### WHAT YOU NEED TO DO
Could you repeat all of the entries below word for word, apart from the pictures?

[Dataset items]

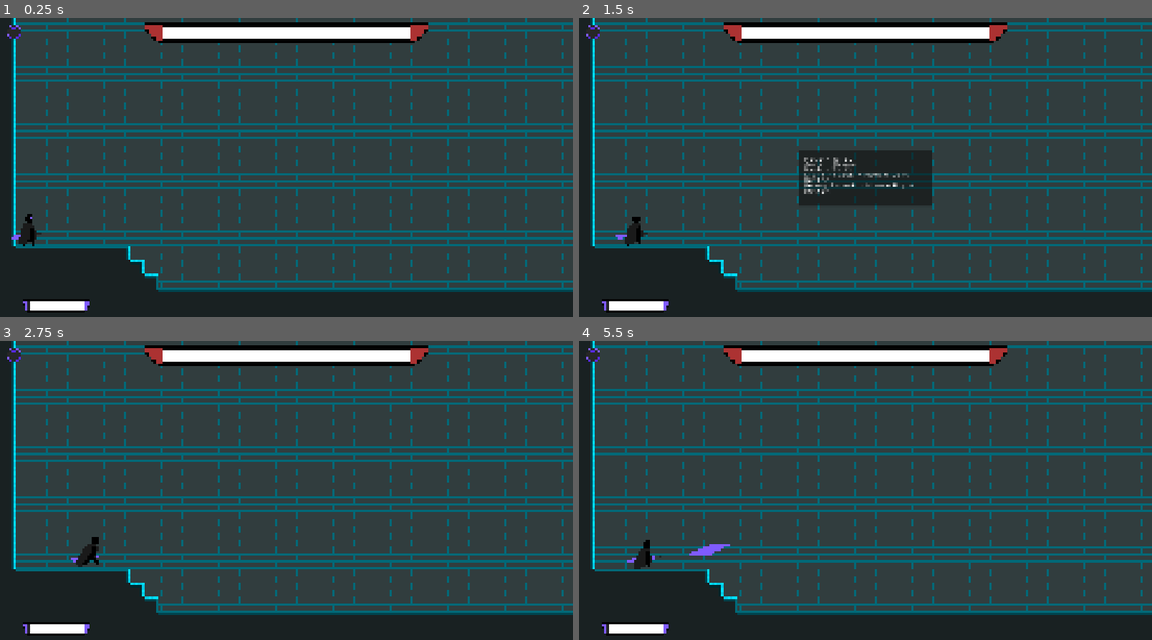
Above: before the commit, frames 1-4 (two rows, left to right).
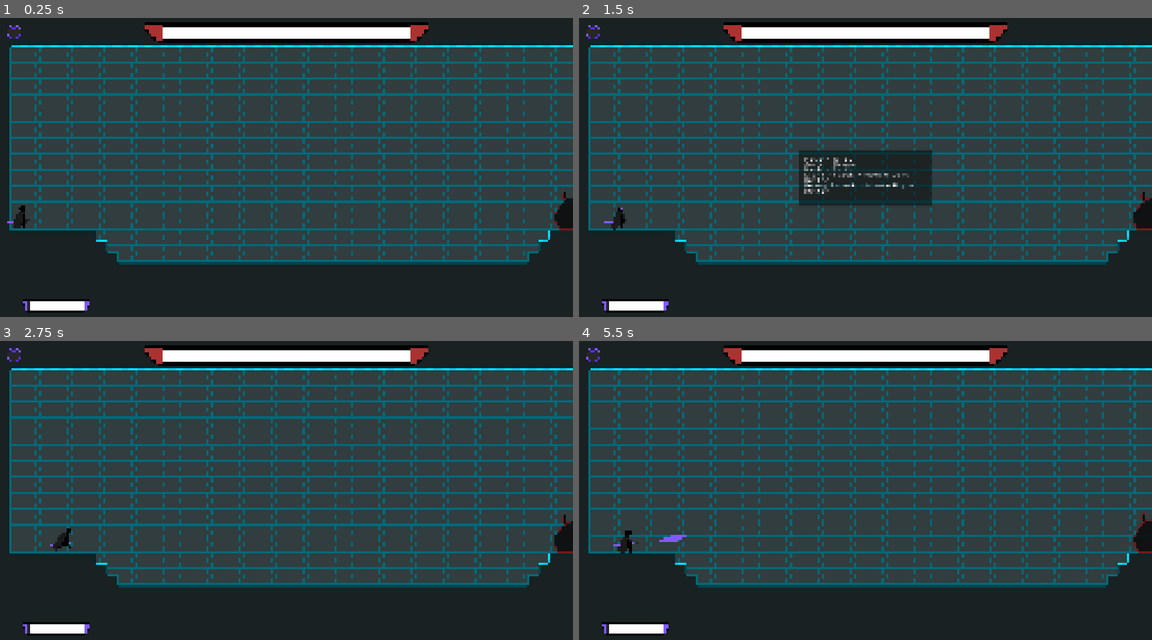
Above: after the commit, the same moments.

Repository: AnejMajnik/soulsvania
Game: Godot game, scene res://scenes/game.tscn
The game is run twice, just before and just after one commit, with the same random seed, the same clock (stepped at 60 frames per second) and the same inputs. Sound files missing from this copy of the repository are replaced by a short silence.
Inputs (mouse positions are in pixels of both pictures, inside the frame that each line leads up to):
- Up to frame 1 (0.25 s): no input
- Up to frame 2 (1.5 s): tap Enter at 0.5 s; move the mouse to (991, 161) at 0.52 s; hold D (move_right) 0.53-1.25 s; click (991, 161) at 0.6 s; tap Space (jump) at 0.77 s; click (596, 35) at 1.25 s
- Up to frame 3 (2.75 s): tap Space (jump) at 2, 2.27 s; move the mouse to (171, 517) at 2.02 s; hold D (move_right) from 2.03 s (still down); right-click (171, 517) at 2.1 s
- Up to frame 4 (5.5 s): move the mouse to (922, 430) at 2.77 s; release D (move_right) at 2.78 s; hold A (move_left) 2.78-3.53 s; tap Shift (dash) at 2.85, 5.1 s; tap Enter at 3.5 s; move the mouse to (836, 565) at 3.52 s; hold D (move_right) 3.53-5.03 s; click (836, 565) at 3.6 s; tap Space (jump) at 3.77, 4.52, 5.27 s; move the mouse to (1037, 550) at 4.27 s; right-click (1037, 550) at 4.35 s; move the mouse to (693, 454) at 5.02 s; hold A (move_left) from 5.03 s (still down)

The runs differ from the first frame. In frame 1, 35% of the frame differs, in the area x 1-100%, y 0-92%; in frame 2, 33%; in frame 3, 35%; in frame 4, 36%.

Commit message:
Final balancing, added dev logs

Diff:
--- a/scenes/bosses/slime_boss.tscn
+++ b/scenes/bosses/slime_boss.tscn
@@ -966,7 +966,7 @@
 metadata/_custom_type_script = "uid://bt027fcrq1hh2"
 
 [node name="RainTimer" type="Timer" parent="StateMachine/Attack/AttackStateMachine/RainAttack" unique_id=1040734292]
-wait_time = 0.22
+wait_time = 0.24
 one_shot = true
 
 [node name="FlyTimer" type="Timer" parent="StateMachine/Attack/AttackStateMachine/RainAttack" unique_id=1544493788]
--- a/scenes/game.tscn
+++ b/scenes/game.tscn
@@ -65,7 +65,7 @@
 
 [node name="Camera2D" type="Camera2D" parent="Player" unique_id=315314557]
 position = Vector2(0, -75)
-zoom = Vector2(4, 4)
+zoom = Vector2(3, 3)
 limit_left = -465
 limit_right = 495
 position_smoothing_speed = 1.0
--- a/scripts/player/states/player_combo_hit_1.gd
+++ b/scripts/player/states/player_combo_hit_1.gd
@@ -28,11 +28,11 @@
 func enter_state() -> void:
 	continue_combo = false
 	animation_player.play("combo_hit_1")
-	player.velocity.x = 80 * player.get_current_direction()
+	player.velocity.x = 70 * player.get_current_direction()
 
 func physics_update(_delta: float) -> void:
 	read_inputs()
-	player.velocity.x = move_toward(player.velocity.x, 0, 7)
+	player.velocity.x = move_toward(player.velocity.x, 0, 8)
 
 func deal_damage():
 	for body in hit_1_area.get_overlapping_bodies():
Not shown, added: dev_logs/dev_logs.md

### TASK SOLUTION
Above: before the commit, frames 1-4 (two rows, left to right).
Above: after the commit, the same moments.

Repository: AnejMajnik/soulsvania
Game: Godot game, scene res://scenes/game.tscn
The game is run twice, just before and just after one commit, with the same random seed, the same clock (stepped at 60 frames per second) and the same inputs. Sound files missing from this copy of the repository are replaced by a short silence.
Inputs (mouse positions are in pixels of both pictures, inside the frame that each line leads up to):
- Up to frame 1 (0.25 s): no input
- Up to frame 2 (1.5 s): tap Enter at 0.5 s; move the mouse to (991, 161) at 0.52 s; hold D (move_right) 0.53-1.25 s; click (991, 161) at 0.6 s; tap Space (jump) at 0.77 s; click (596, 35) at 1.25 s
- Up to frame 3 (2.75 s): tap Space (jump) at 2, 2.27 s; move the mouse to (171, 517) at 2.02 s; hold D (move_right) from 2.03 s (still down); right-click (171, 517) at 2.1 s
- Up to frame 4 (5.5 s): move the mouse to (922, 430) at 2.77 s; release D (move_right) at 2.78 s; hold A (move_left) 2.78-3.53 s; tap Shift (dash) at 2.85, 5.1 s; tap Enter at 3.5 s; move the mouse to (836, 565) at 3.52 s; hold D (move_right) 3.53-5.03 s; click (836, 565) at 3.6 s; tap Space (jump) at 3.77, 4.52, 5.27 s; move the mouse to (1037, 550) at 4.27 s; right-click (1037, 550) at 4.35 s; move the mouse to (693, 454) at 5.02 s; hold A (move_left) from 5.03 s (still down)

The runs differ from the first frame. In frame 1, 35% of the frame differs, in the area x 1-100%, y 0-92%; in frame 2, 33%; in frame 3, 35%; in frame 4, 36%.

Commit message:
Final balancing, added dev logs

Diff:
--- a/scenes/bosses/slime_boss.tscn
+++ b/scenes/bosses/slime_boss.tscn
@@ -966,7 +966,7 @@
 metadata/_custom_type_script = "uid://bt027fcrq1hh2"
 
 [node name="RainTimer" type="Timer" parent="StateMachine/Attack/AttackStateMachine/RainAttack" unique_id=1040734292]
-wait_time = 0.22
+wait_time = 0.24
 one_shot = true
 
 [node name="FlyTimer" type="Timer" parent="StateMachine/Attack/AttackStateMachine/RainAttack" unique_id=1544493788]
--- a/scenes/game.tscn
+++ b/scenes/game.tscn
@@ -65,7 +65,7 @@
 
 [node name="Camera2D" type="Camera2D" parent="Player" unique_id=315314557]
 position = Vector2(0, -75)
-zoom = Vector2(4, 4)
+zoom = Vector2(3, 3)
 limit_left = -465
 limit_right = 495
 position_smoothing_speed = 1.0
--- a/scripts/player/states/player_combo_hit_1.gd
+++ b/scripts/player/states/player_combo_hit_1.gd
@@ -28,11 +28,11 @@
 func enter_state() -> void:
 	continue_combo = false
 	animation_player.play("combo_hit_1")
-	player.velocity.x = 80 * player.get_current_direction()
+	player.velocity.x = 70 * player.get_current_direction()
 
 func physics_update(_delta: float) -> void:
 	read_inputs()
-	player.velocity.x = move_toward(player.velocity.x, 0, 7)
+	player.velocity.x = move_toward(player.velocity.x, 0, 8)
 
 func deal_damage():
 	for body in hit_1_area.get_overlapping_bodies():
Not shown, added: dev_logs/dev_logs.md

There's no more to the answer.